You may have followed your credit score closely during your working years, when milestones often coincided with credit checks for mortgages and car loans. However, certain factors related to credit change when you enter retirement.…
You may have followed your credit score closely during your working years, when milestones often coincided with credit checks for mortgages and car loans. However, certain factors related to credit change when you enter retirement. You might not have a mortgage anymore, and have no plans to purchase another car. Only 16 percent of baby boomers were concerned about maintaining good credit as a top financial priority when getting ready for retirement, according to a 2017 TransUnion survey.
But before brushing credit to the side, it’s important to carefully consider whether you will need credit during your retirement years. “Seniors may not anticipate using credit during retirement, but circumstances change,” says Mike Sullivan, a personal finance consultant with Take Charge America, a nonprofit credit counseling and debt management agency. Here’s how credit might be used in the years to come, along with good strategies to stay on top of your credit.

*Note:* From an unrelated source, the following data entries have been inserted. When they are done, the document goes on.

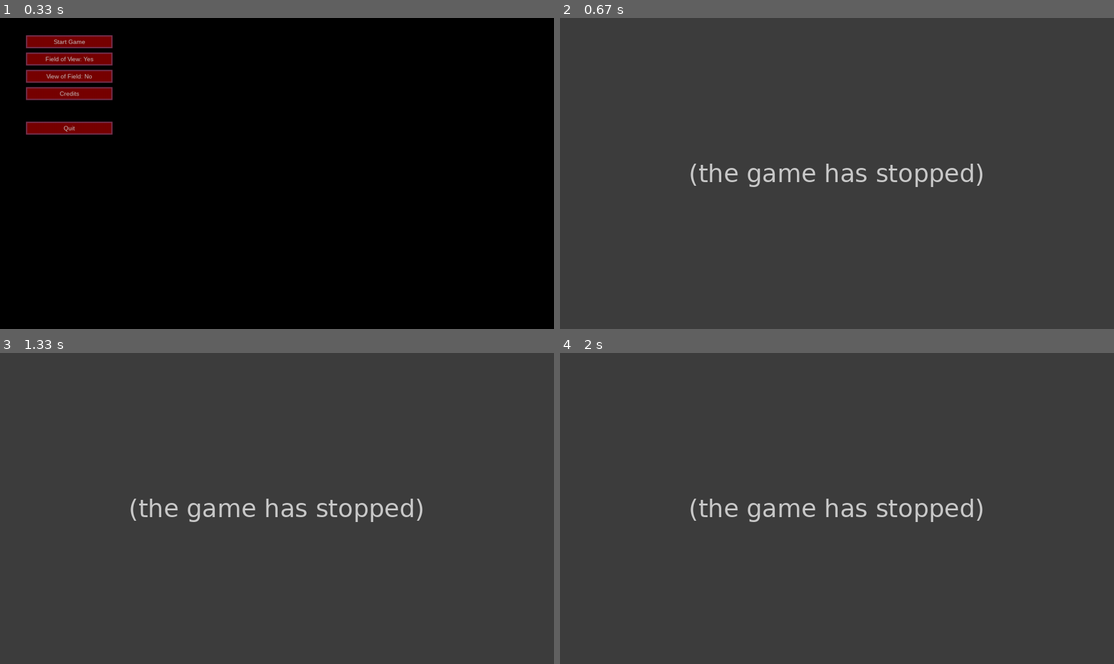
Above: before the commit, frames 1-4 (two rows, left to right).
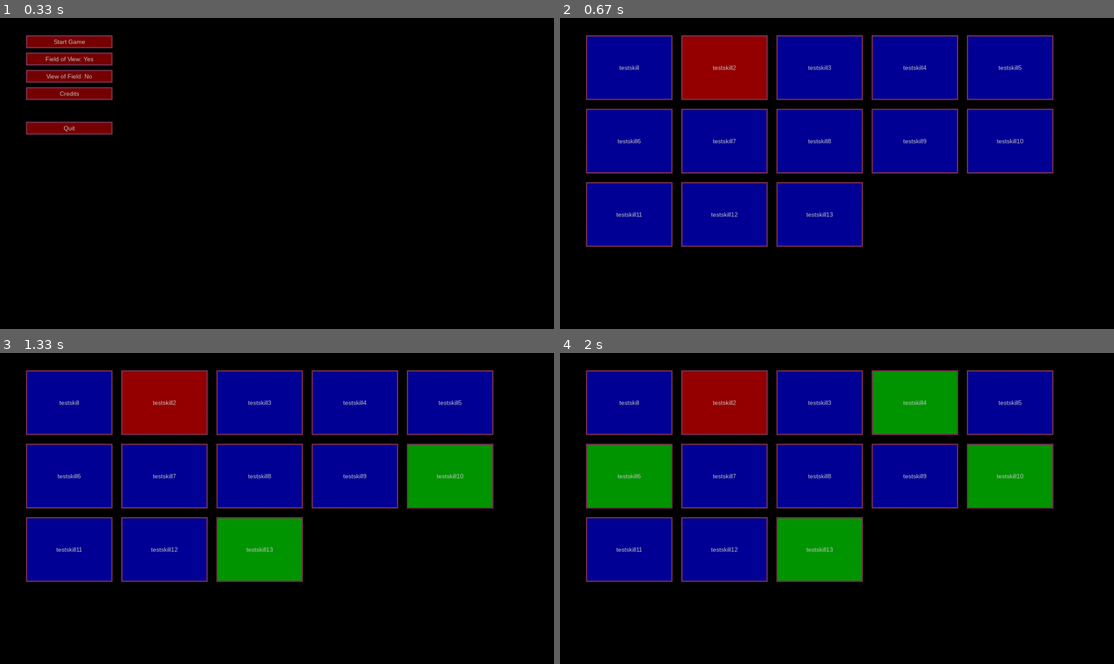
Above: after the commit, the same moments.

Repository: DiscoBizzle/Ghost-Simulator
Game: pygame game, started from ghost-simulator.py
The game is run twice, just before and just after one commit, with the same random seed, the same clock (stepped at 60 frames per second) and the same inputs. The source is Python 2; it was converted automatically to run under Python 3.
Inputs (mouse positions are in pixels of both pictures, inside the frame that each line leads up to):
- Up to frame 1 (0.33 s): no input
- Up to frame 2 (0.67 s): tap S at 0.33 s
- Up to frame 3 (1.33 s): click (454, 499) at 0.73 s; click (277, 530) at 1.07 s
- Up to frame 4 (2 s): click (665, 461) at 1.4 s; click (920, 399) at 1.73 s

Frame 1 is identical in both runs. In frame 2, 100% of the frame differs, in the area x 0-100%, y 0-100%; in frame 3, 100%; in frame 4, 100%.
Error before the commit: NameError: name 'SKILLS_SCREEN' is not defined (game.py line 126); the game stopped at 0.33 s (later frames are placeholders)

Commit message:
Fixing skill colours

Diff:
--- a/gslib/constants.py
+++ b/gslib/constants.py
@@ -4,7 +4,7 @@
 MAIN_GAME = 2
 CUTSCENE = 3
 GAME_OVER = 4
-SKILL_SCREEN = 5
+SKILLS_SCREEN = 5
 CREDITS = 6
 
 GAME_WIDTH = 1280
--- a/gslib/game.py
+++ b/gslib/game.py
@@ -34,7 +34,7 @@
         self.dimensions = (width, height)
         self.surface = pygame.display.set_mode(self.dimensions)
         self.music_list = sound.get_music_list()
-        #self.sound_dict = sound.load_all_sounds()
+        self.sound_dict = sound.load_all_sounds()
         self.credits = credits.Credits(self)
 
 
@@ -124,7 +124,6 @@
                 self.GameState = CUTSCENE
             if self.keys[pygame.K_s]:
                 self.GameState = SKILLS_SCREEN
-                print self.player1.skills_learnt
 
             if self.GameState == STARTUP:
                 pass
--- a/gslib/game_object.py
+++ b/gslib/game_object.py
@@ -49,6 +49,7 @@
                             o.coord[1] - self.coord[1]) ** 2 < self.fear_radius ** 2:
                             o.fear_timer = 5
                             self.game_class.player1.fear += 100
+                            self.game_class.sound_dict['scream'].play()
 
     def move(self):
         x_ticks, y_ticks = abs(self.velocity[0]), abs(self.velocity[1])
Not shown, added: sound/scream.ogg
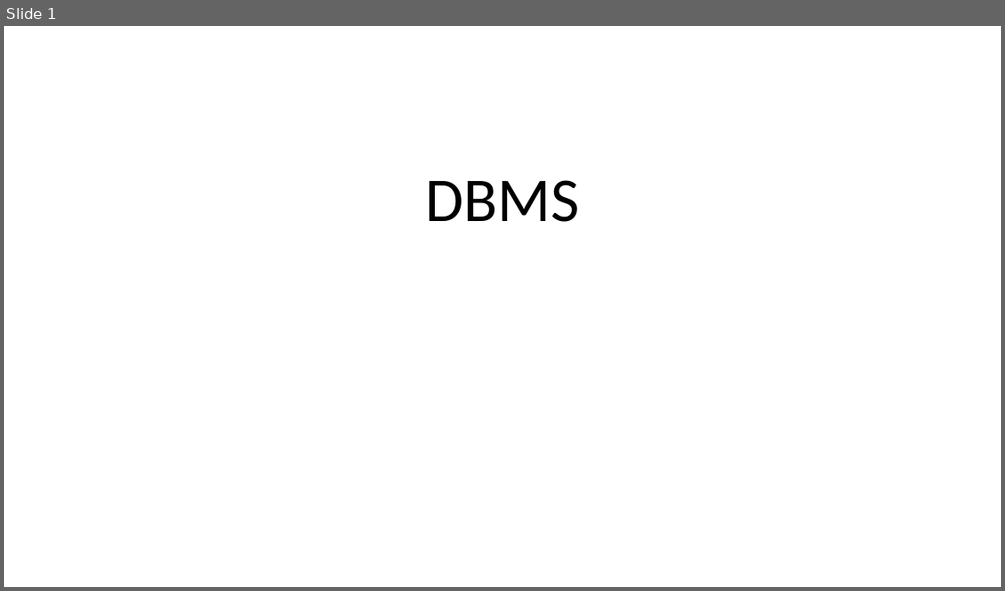
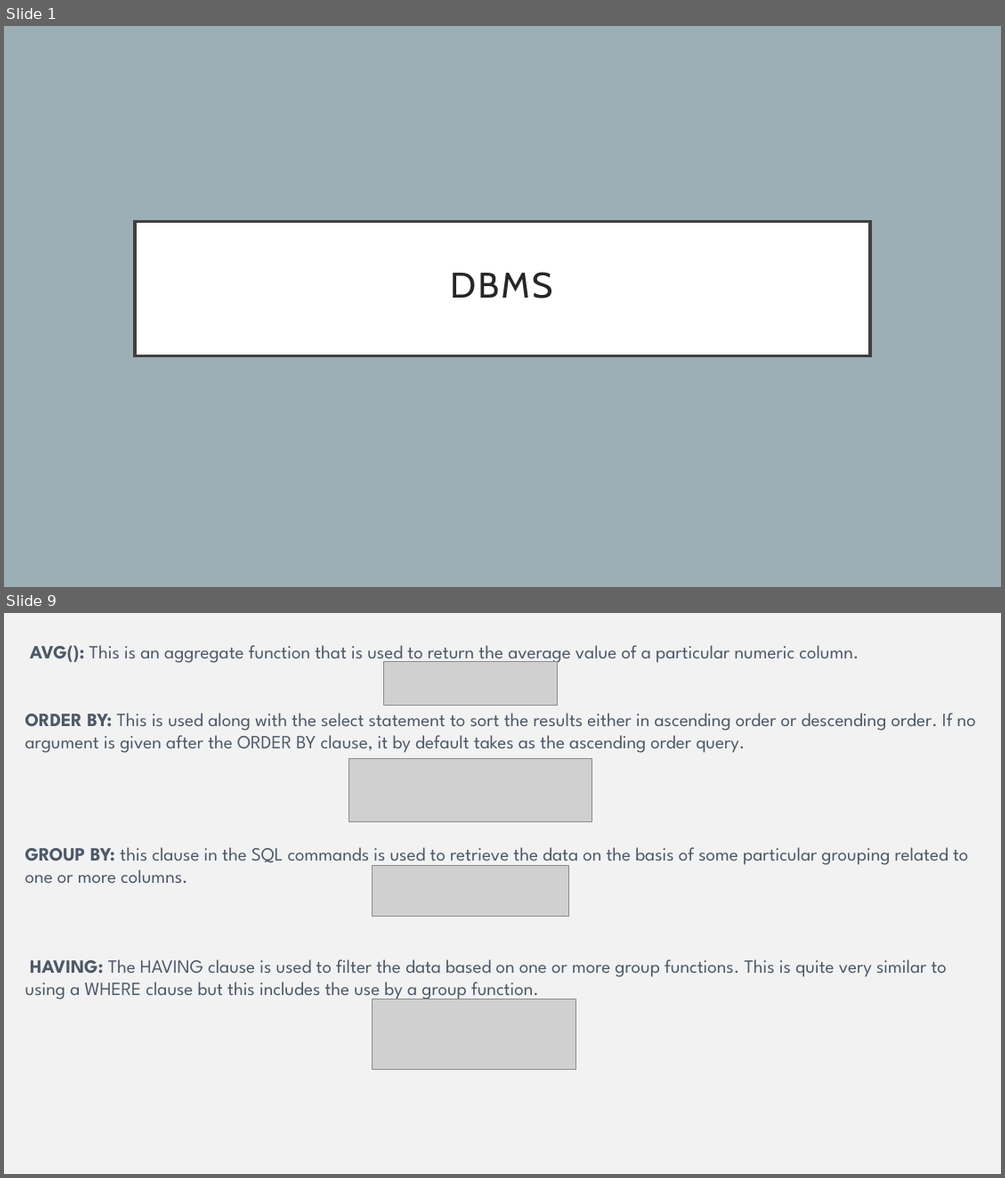
Before and after one commit to vishnuvishal-11/Vishnuvishal, a slide deck: Presentations/DBMS.pptx. Shown one above the other, each under a label of ours: slide 1 before the commit, slides 1 and 9 after it; the slides between them are not shown. The pictures are 1005x591 and 1005x1178 pixels, drawn with LibreOffice and Linux fonts; fonts in the diff are those of the drawing; grey boxes stand for pictures. Boxes give left, top, right and bottom in pixels: in the first picture for what was removed or moved away, otherwise in the second. Text is boxed around its words. In the diff, an @@ line names an element or a change of style, - is before the commit and + after.

```diff
--- a/Presentations/DBMS.pptx
+++ b/Presentations/DBMS.pptx
@@ slide 9 added at box(4, 613, 1001, 1174), background #F2F2F2 @@
@@ text added at box(25, 645, 976, 1000), 18 pt, text #4D5968 @@
+AVG(): This is an aggregate function that is used to return the average value of a particular numeric column.
+ORDER BY: This is used along with the select statement to sort the results either in ascending order or descending order. If no argument is given after the ORDER BY clause, it by default takes as the ascending order query.
+GROUP BY: this clause in the SQL commands is used to retrieve the data on the basis of some particular grouping related to one or more columns.
+HAVING: The HAVING clause is used to filter the data based on one or more group functions. This is quite very similar to using a WHERE clause but this includes the use by a group function.
@@ picture added at box(384, 662, 557, 705) @@
@@ picture added at box(348, 759, 592, 821) @@
@@ picture added at box(372, 865, 568, 916) @@
@@ picture added at box(372, 999, 576, 1070) @@
@@ slide 1 changed as well @@
@@ background #FFFFFF to #9BAFB5 @@
@@ title "DBMS": place and size @@
-title "DBMS" at box(425, 180, 579, 222)
+title "DBMS" at box(135, 221, 870, 356)
@@ title "DBMS" at box(135, 221, 870, 356): size 60 to 34.2 pt, font Calibri to Cabin, text colour #000000 to #262626, letter spacing 0 to 2 pt; vertical alignment bottom to middle; fill none to #FFFFFF; outline none to #404040 3 pt @@
```
Also in this commit, not shown: 5 other slides changed, 22 other slides added, 1 other file.
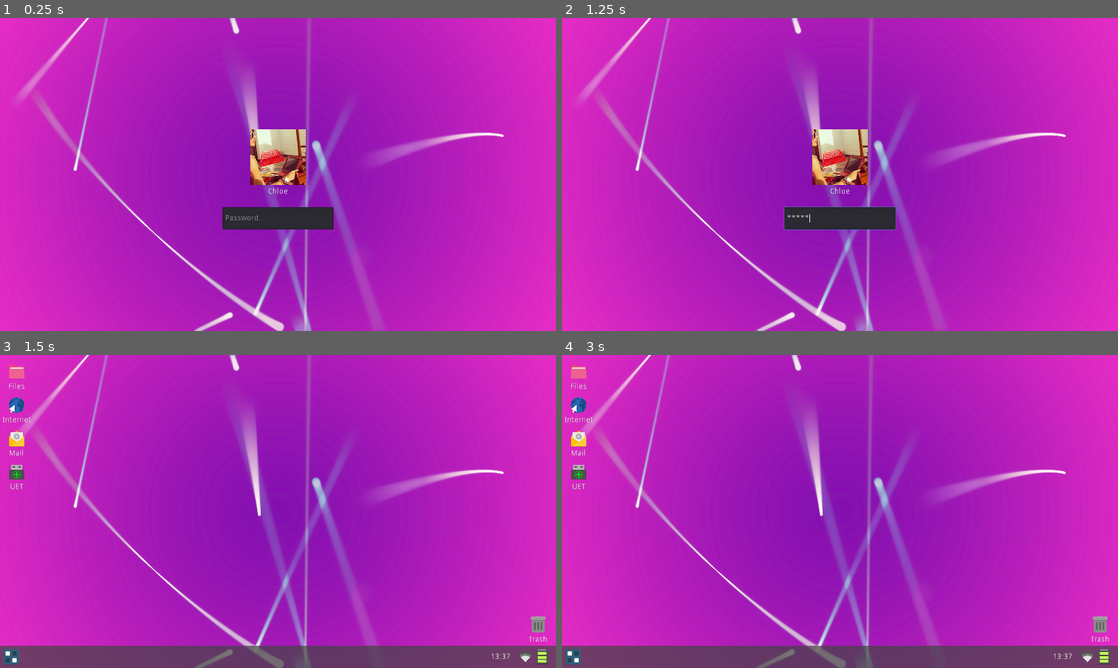
Above: before the commit, frames 1-4 (two rows, left to right).
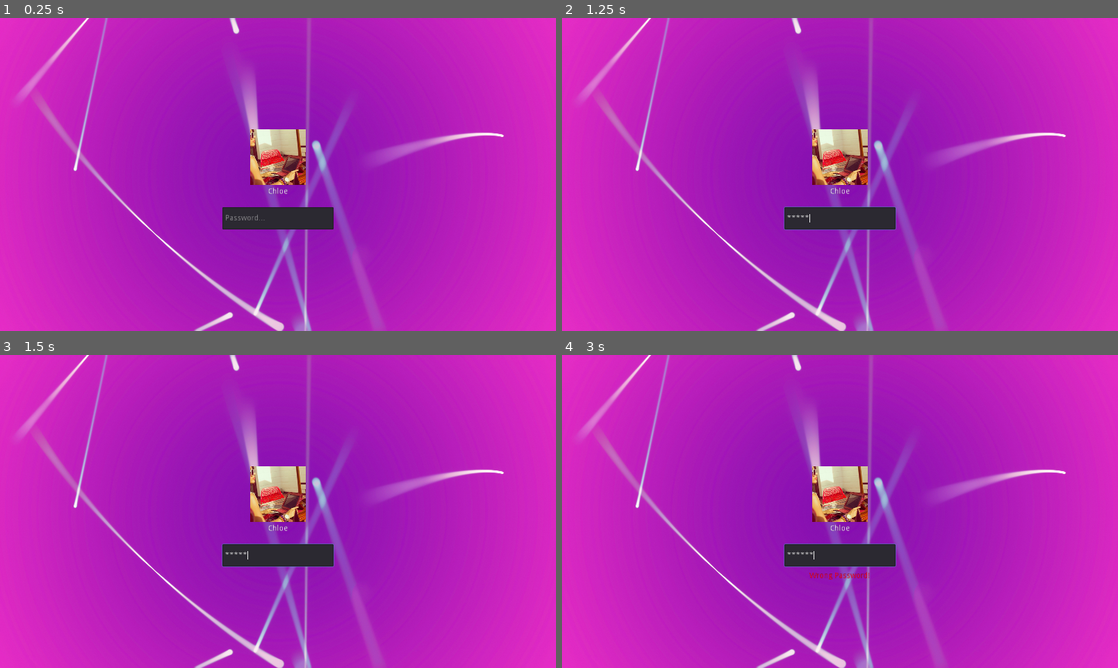
Above: after the commit, the same moments.

Repository: gabriele-costa/chloetart
Game: Godot game, scene res://Scenes/Logscreen.tscn
Two runs of this game, one before a commit and one after it. Both use one fixed random seed, a clock stepped at 60 frames per second and the inputs below.
Inputs (mouse positions are in pixels of both pictures, inside the frame that each line leads up to):
- Up to frame 1 (0.25 s): no input
- Up to frame 2 (1.25 s): click (840, 218) at 0.52 s; type "Chloe" at 0.6 s
- Up to frame 3 (1.5 s): tap Enter at 1.25 s
- Up to frame 4 (3 s): tap Space at 2 s; tap Enter at 2.75 s

Frames 1-2 are identical in both runs. In frame 3, 11% of the frame differs, in the area x 0-100%, y 3-100%; in frame 4, 11%.

Commit message:
some logic

Diff:
--- a/Scenes/Desktop.tscn
+++ b/Scenes/Desktop.tscn
@@ -1,20 +1,21 @@
-[gd_scene load_steps=12 format=2]
+[gd_scene load_steps=13 format=2]
 
 [ext_resource path="res://Desktop/background.jpg" type="Texture" id=1]
-[ext_resource path="res://Desktop/icons/applications-all.svg" type="Texture" id=2]
+[ext_resource path="res://Desktop/icons/desktop.svg" type="Texture" id=2]
 [ext_resource path="res://Desktop/icons/battery.svg" type="Texture" id=3]
 [ext_resource path="res://Desktop/icons/folder.svg" type="Texture" id=4]
 [ext_resource path="res://Desktop/icons/abrowser.svg" type="Texture" id=5]
-[ext_resource path="res://Desktop/icons/mx-live-usb-maker.svg" type="Texture" id=6]
+[ext_resource path="res://Desktop/icons/utilities-x-terminal.svg" type="Texture" id=6]
 [ext_resource path="res://Desktop/icons/network-wireless.svg" type="Texture" id=7]
 [ext_resource path="res://Desktop/icons/trashcan_empty.svg" type="Texture" id=8]
 [ext_resource path="res://Desktop/icons/email.svg" type="Texture" id=9]
+[ext_resource path="res://Scripts/filesystem_icon.gd" type="Script" id=10]
 
-[sub_resource type="StyleBoxFlat" id=1]
+[sub_resource type="StyleBoxFlat" id=3]
 bg_color = Color( 0.262745, 0.262745, 0.262745, 0.705882 )
 
 [sub_resource type="Theme" id=2]
-Panel/styles/panel = SubResource( 1 )
+Panel/styles/panel = SubResource( 3 )
 
 [node name="Desktop" type="Node2D"]
 
@@ -26,6 +27,7 @@
 [node name="filesystem" type="Sprite" parent="."]
 position = Vector2( 60, 60 )
 texture = ExtResource( 4 )
+script = ExtResource( 10 )
 
 [node name="filesystem_label" type="Label" parent="filesystem"]
 margin_left = -40.0
@@ -77,7 +79,7 @@
 grow_horizontal = 2
 grow_vertical = 2
 rect_scale = Vector2( 2, 2 )
-text = "UET"
+text = "Terminal"
 align = 1
 valign = 1
 
@@ -102,7 +104,7 @@
 margin_bottom = 1125.0
 theme = SubResource( 2 )
 
-[node name="applications" type="Sprite" parent="os_bar"]
+[node name="desktop" type="Sprite" parent="os_bar"]
 position = Vector2( 40, 40 )
 texture = ExtResource( 2 )
 
--- a/Scenes/Window.tscn
+++ /dev/null
@@ -1,32 +0,0 @@
-[gd_scene load_steps=3 format=2]
-
-[ext_resource path="res://Window/Icons/close.png" type="Texture" id=1]
-
-[sub_resource type="Theme" id=1]
-
-[node name="Window" type="Node2D"]
-
-[node name="Panel" type="Panel" parent="."]
-margin_right = 2000.0
-margin_bottom = 1125.0
-grow_horizontal = 2
-grow_vertical = 2
-
-[node name="Label" type="Label" parent="Panel"]
-margin_left = 950.0
-margin_top = 10.0
-margin_right = 1050.0
-margin_bottom = 24.0
-rect_scale = Vector2( 2, 2 )
-theme = SubResource( 1 )
-custom_colors/font_color = Color( 1, 1, 1, 1 )
-text = "Mail Client"
-align = 1
-valign = 1
-
-[node name="ToolButton" type="ToolButton" parent="Panel"]
-margin_left = 1950.0
-margin_right = 2562.0
-margin_bottom = 608.0
-rect_scale = Vector2( 0.08, 0.08 )
-icon = ExtResource( 1 )

Think about upcoming credit checks. If you’re thinking about moving to an apartment, it may be a good idea to maintain a high credit rating. “Credit profiles and credit scores can affect the ability to rent an apartment,” says Frederic Huynh, vice president of credit risk analytics with Freedom Financial Network in San Francisco. Landlords will often run a credit check for a new tenant. Many companies will also look at credit when setting rates for auto and life insurance.
If you plan to work part time, you’ll want to know where your credit stands before applying for a position. “Employers are allowed to check credit reports, and frequently do so for positions that require access to large amounts of money or sensitive information,” Huynh says.
Score more points with good credit cards. If you have a strong credit score, such as 700 or more, you may be able to boost your finances with a top-notch credit card. “A high credit rating can make a person eligible for prime credit cards,” says Carol Schmitz, senior vice president and branch administrator at Tompkins Mahopac Bank in Pleasantville, New York. You might be able to get a travel or cash-back card with high rewards. If you use the card and always pay off the balance, you’ll accumulate points or earn extra cash.
Don’t overlook the unexpected. You might not plan to borrow during retirement, but if an urgent home repair or medical crisis occurs, you could need extra funds. “Should a sudden need for a loan arise, having a good or better credit rating opens the way to get it at a prime rate,” Schmitz says.
New opportunities to help family members might come up too. If you have a solid credit score, relatives could ask you to co-sign a loan. A grandchild taking out a student loan, for instance, might ask you to co-sign. Keep in mind that co-signing brings certain risks. If the borrower defaults on the loan, you will be the one who has to send in payments.
Consider future interests. As you settle into retirement, you may discover new activities to pursue. “People want to explore interests in retirement that will likely often involve credit, like starting a business or buying a second home,” says Matthew Delpriore, a certified financial planner and director of financial planning with Fortis Lux Financial in New York City. “A good credit score makes it easier to borrow at a favorable rate, particularly in the absence of earned income.”
Good credit can also help finance property changes. If you want to take out a line of credit to make home repairs or you need a reverse mortgage, it’s a good idea to maintain a sold credit rating.
Keep tabs on fraud. Identity theft can be a problem for older people who need care. “Very often a family member or caregiver will steal a credit card or just a credit card number and use the account,” Sullivan says. “Sometimes thieves will use other information, such as bank account numbers, to steal, and these activities may leave tracks on a credit report.”
Staying on top of your credit history can help you spot fraud. “Seniors should check their credit reports at least once a quarter to look for unusual activity,” Sullivan says. You can ask for a report at AnnualCreditReport.com.
Keep the score high. To maintain or build a credit score, start by making it a priority to pay bills before they are late. “On-time payments are the most important factor in credit score calculation, accounting for 35 percent of credit scores,” Huynh says. If you have lingering credit card debt, aim to make changes and pay off the balances. And if you have a credit card with a long, solid history, consider hanging onto it. “The longer you hold a card, the more valuable it is in your credit score determination,” Huynh says. “If you don’t want to use it, store it safely away, but don’t close the account.”